The main stages in the history of the study and application of artificial neural networks:

  • 1943 – W. McCulloch and W. Pitts formalize the concept of a neural network in a fundamental article on the logical calculus of ideas and nervous activity.
  • 1948 – N. Wiener, together with colleagues, publishes a work on cybernetics. The main idea is to present complex biological processes with mathematical models.
  • 1949 – D. Hebb offers the first learning algorithm.
  • In 1958, F. Rosenblatt invents a single-layer perceptron and demonstrates its ability to solve classification problems. Perceptron has gained popularity – it used for pattern recognition, weather forecasting, etc.
  • In 1960, Widrow, together with his student Hoff, based on the delta rules (Widrow formulas), developed Adalin, which immediately began to be used for prediction and adaptive control problems. Adaline (adaptive adder) is now a standard feature of many signal processing systems.
  • In 1963 at the Institute for Information Transmission Problems of the Academy of Sciences of the USSR. A. P. Petrov carried out a detailed study of the tasks “difficult” for the perceptron.
  • In 1969, M. Minsky published a formal proof of the perceptron limitations and showed that the perceptron is unable to solve some problems associated with the invariance of representations. Interest in neural networks drops sharply.

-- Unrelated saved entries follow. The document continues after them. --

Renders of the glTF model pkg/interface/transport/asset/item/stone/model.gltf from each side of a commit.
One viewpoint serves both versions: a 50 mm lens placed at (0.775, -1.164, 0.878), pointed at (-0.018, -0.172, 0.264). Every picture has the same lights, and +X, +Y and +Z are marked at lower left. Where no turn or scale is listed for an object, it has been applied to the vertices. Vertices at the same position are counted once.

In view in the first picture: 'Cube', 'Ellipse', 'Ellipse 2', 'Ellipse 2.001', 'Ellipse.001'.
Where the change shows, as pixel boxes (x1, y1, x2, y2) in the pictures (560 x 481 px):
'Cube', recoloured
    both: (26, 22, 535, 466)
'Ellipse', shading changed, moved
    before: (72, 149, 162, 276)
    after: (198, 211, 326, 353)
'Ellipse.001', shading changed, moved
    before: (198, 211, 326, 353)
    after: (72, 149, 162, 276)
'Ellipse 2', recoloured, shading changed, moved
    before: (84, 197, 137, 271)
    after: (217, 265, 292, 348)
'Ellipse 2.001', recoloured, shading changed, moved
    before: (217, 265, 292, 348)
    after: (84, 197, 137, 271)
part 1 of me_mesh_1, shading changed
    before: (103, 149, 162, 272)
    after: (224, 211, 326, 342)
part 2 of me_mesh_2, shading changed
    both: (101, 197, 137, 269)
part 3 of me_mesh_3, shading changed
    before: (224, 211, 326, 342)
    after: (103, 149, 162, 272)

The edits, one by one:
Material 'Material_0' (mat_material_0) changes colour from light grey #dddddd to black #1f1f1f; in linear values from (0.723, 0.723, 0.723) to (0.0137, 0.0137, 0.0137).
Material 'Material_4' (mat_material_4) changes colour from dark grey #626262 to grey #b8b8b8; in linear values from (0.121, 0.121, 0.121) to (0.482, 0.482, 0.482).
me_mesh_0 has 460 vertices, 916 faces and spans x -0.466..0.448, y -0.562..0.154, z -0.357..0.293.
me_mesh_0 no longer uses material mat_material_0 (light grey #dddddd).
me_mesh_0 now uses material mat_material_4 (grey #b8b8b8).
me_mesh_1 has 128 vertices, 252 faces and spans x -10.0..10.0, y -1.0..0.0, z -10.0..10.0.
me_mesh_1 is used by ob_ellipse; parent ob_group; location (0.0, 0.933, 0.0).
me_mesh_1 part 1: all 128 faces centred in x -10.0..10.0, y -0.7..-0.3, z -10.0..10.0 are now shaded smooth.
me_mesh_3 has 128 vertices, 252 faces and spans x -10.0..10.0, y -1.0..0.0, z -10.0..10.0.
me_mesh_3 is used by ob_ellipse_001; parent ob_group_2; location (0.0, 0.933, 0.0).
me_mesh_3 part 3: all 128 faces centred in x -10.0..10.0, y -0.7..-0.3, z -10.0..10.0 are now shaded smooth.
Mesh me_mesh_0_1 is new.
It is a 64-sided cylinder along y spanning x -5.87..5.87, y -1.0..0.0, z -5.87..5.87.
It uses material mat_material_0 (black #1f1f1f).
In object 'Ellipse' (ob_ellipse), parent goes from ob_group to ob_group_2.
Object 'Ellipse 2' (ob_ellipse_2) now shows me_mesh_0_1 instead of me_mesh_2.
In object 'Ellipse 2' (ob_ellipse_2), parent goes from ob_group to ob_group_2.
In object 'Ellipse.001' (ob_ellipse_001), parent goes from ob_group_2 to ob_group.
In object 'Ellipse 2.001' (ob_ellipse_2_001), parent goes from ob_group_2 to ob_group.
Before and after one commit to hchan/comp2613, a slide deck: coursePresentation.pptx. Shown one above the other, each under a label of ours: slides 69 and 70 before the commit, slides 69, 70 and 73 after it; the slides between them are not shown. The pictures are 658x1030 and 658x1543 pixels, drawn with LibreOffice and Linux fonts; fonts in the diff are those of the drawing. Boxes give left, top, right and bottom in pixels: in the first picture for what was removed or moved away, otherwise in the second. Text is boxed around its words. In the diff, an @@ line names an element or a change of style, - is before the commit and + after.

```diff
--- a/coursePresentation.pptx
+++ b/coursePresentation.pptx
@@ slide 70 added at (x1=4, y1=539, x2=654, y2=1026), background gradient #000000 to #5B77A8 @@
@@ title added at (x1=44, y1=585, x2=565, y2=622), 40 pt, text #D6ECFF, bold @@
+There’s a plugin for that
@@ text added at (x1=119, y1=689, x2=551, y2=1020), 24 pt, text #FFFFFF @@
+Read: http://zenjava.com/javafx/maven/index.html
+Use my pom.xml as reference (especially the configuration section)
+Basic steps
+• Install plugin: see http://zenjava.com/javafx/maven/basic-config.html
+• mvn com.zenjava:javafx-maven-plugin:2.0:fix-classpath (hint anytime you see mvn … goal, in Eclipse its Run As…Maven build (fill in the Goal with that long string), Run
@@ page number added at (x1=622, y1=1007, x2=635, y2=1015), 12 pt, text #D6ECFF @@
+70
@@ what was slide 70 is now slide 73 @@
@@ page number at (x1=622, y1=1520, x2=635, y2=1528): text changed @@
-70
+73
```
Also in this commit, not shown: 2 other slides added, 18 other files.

  • In 1972, T. Kohonen and J. Anderson independently propose a new type of neural networks capable of functioning as a memory.

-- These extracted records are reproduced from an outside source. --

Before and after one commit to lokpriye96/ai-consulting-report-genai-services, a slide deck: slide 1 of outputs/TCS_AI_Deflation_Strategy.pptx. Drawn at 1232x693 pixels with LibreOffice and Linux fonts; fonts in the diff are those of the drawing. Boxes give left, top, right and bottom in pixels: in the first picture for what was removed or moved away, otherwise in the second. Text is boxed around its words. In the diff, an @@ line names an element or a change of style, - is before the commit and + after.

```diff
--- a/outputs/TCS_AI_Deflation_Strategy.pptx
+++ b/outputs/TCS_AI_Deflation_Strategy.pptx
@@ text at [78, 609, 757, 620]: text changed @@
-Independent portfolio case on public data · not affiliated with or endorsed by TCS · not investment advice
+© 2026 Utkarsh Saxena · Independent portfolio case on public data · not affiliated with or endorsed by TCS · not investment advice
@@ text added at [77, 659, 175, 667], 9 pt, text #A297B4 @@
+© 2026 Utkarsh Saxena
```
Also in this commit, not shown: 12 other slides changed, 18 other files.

  • In 1973, B. V. Khakimov proposed a nonlinear model with spline-based synapses and introduced it to solve problems in medicine, geology, and ecology.

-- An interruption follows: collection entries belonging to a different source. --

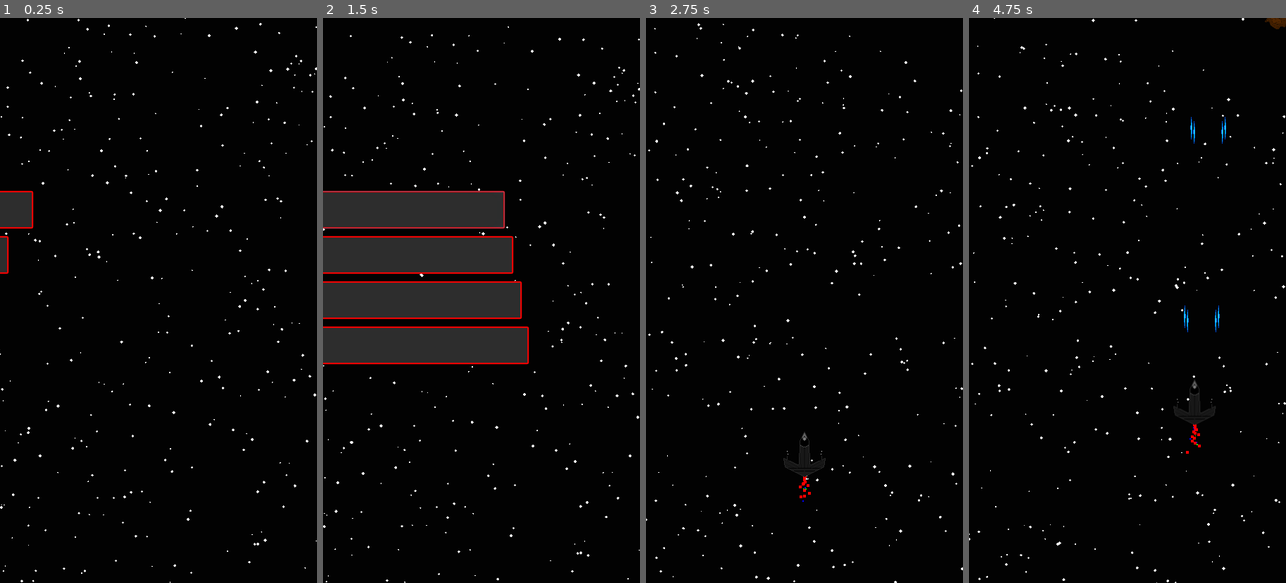
Above: before the commit, frames 1-4 (left to right).
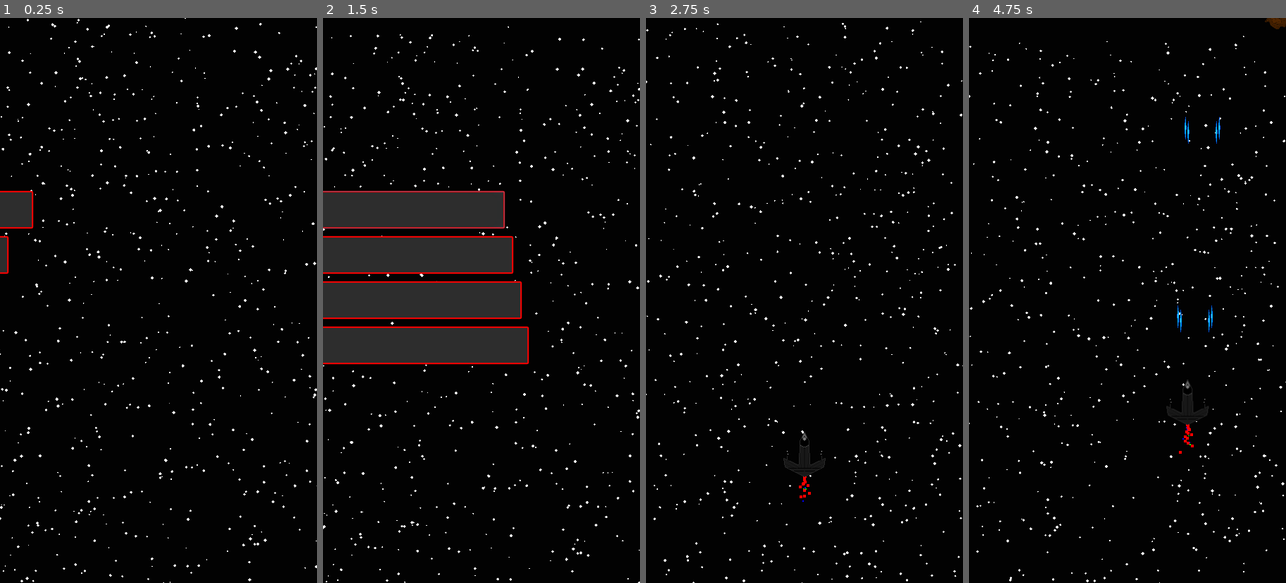
Above: after the commit, the same moments.

Repository: fieryknight2/Spaceshooter2
Game: Godot game, scene res://Menu.tscn
Same seed, same stepped clock (60 frames per second), same inputs: the game is played once before the commit and once after it.
Inputs (mouse positions are in pixels of both pictures, inside the frame that each line leads up to):
- Up to frame 1 (0.25 s): no input
- Up to frame 2 (1.5 s): move the mouse to (551, 272) at 0.52 s; hold Right (right) 0.53-1.25 s; hold Space (fire) 0.53-1.25 s; click "Play" at 1.25 s
- Up to frame 3 (2.75 s): move the mouse to (741, 328) at 2.02 s; hold Down (down) from 2.03 s (still down); right-click (741, 328) at 2.1 s
- Up to frame 4 (4.75 s): move the mouse to (1159, 176) at 2.77 s; release Down (down) at 2.78 s; hold Right (right) 2.78-3.53 s; hold Space (fire) 2.78-3.53 s; move the mouse to (1111, 413) at 3.52 s; hold Up (up) 3.53-4.28 s; right-click (1111, 413) at 3.6 s; move the mouse to (1222, 385) at 4.27 s; hold Left (left) from 4.28 s (still down); hold Space (fire) from 4.28 s (still down)

The runs differ from the first frame. In frame 1, 0.6% of the frame differs, in the area x 0-100%, y 0-100%; in frame 2, 0.5%; in frame 3, 1.7%; in frame 4, 2.1%.
Error in both runs: Invalid get index '0' (on base: 'Array'). (res://play-score.gd:28)

Commit message:
Fixed minor bugs
Increased initial star count
Balanced spaceship-2
Improved all spaceship's agility

Diff:
--- a/Menu.tscn
+++ b/Menu.tscn
@@ -863,9 +863,10 @@
 anchor_top = 0.145
 anchor_right = -0.295
 anchor_bottom = 0.395
-margin_left = 34.5
-margin_right = 415.497
-margin_bottom = 800.0
+margin_left = 303.15
+margin_top = -116.0
+margin_right = 684.147
+margin_bottom = 684.0
 __meta__ = {
 "_edit_group_": true,
 "_edit_use_anchors_": false
--- a/assets/enemies/speed-fighter.gd
+++ b/assets/enemies/speed-fighter.gd
@@ -25,6 +25,11 @@
 
 # Called every frame. 'delta' is the elapsed time since the previous frame.
 func _process(delta):
+	if health >= max_health:
+		$Health.visible = false
+	else:
+		$Health.visible = true
+
 	$Sprite.rotation_degrees += t_dir * delta * turn_speed * get_tree().current_scene.speed_scale
 	if $Sprite.rotation_degrees < 70:
 		t_dir = 1
--- a/assets/spaceships/spaceship-2.tscn
+++ b/assets/spaceships/spaceship-2.tscn
@@ -36,7 +36,7 @@
 damage = 3
 max_health = 30
 health_reload = 1.6
-score_modifier = 1.3
+score_modifier = 1.2
 wall_boundaries = 30.0
 explosion = ExtResource( 6 )
 projectile = ExtResource( 7 )
--- a/assets/spaceships/spaceship.gd
+++ b/assets/spaceships/spaceship.gd
@@ -44,6 +44,15 @@
 	velocity += delta * move * action_speed
 	velocity.x = clamp(velocity.x, -max_velocity, max_velocity)
 	velocity.y = clamp(velocity.y, -max_velocity, max_velocity)
+
+	if move.x > 0 and velocity.x < 0:
+		velocity.x += deceleration * delta
+	if move.x < 0 and velocity.x > 0:
+		velocity.x -= deceleration * delta
+	if move.y > 0 and velocity.y < 0:
+		velocity.y += deceleration * delta
+	if move.y < 0 and velocity.y > 0:
+		velocity.y -= deceleration * delta
 
 	if move.x == 0:
 		if velocity.x > 0:
--- a/spawners/StarSpawner.gd
+++ b/spawners/StarSpawner.gd
@@ -7,7 +7,7 @@
 func _ready():
 	# prespawn set amount of stars
 	# number needs tweaking
-	prespawn(300)
+	prespawn(600)
 
 func prespawn(count):
 	# create count stars

  • 1974 – Paul J. Verbos and A.I. Galushkin at the same time invent an error propagation algorithm for teaching multilayer perceptrons
  • 1975 – Fukushima represents a Cognitron – a self-organizing network designed for invariant pattern recognition, but this is achieved only by memorizing almost all the states of an image.
  • 1982 – after a period of oblivion, interest in neural networks is increasing again. J. Hopfield showed that a neural network with feedback is a system that minimizes energy (the so-called Hopfield network). Kohonen presents models of a unsupervised learning network (Kohonen’s neural network), solves the problems of clustering, data visualization (Kohonen’s self-organizing map) and other problems of preliminary data analysis.
  • 1986 – David I. Rumelhart, J. E. Hinton and Ronald J. Williams and at the same time c. S. I. Bartsev and V. A. Okhonin (Krasnoyarsk Group) rediscovered and developed the backpropagation method. An explosion of interest in the trained neural networks began.
  • 2007 Jeffrey Hinton at the University of Toronto created algorithms for deep learning of multilayer neural networks. The success is because Hinton used a limited Boltzmann Machine (RBM – Restricted Boltzmann Machine) to train the lower layers of the network.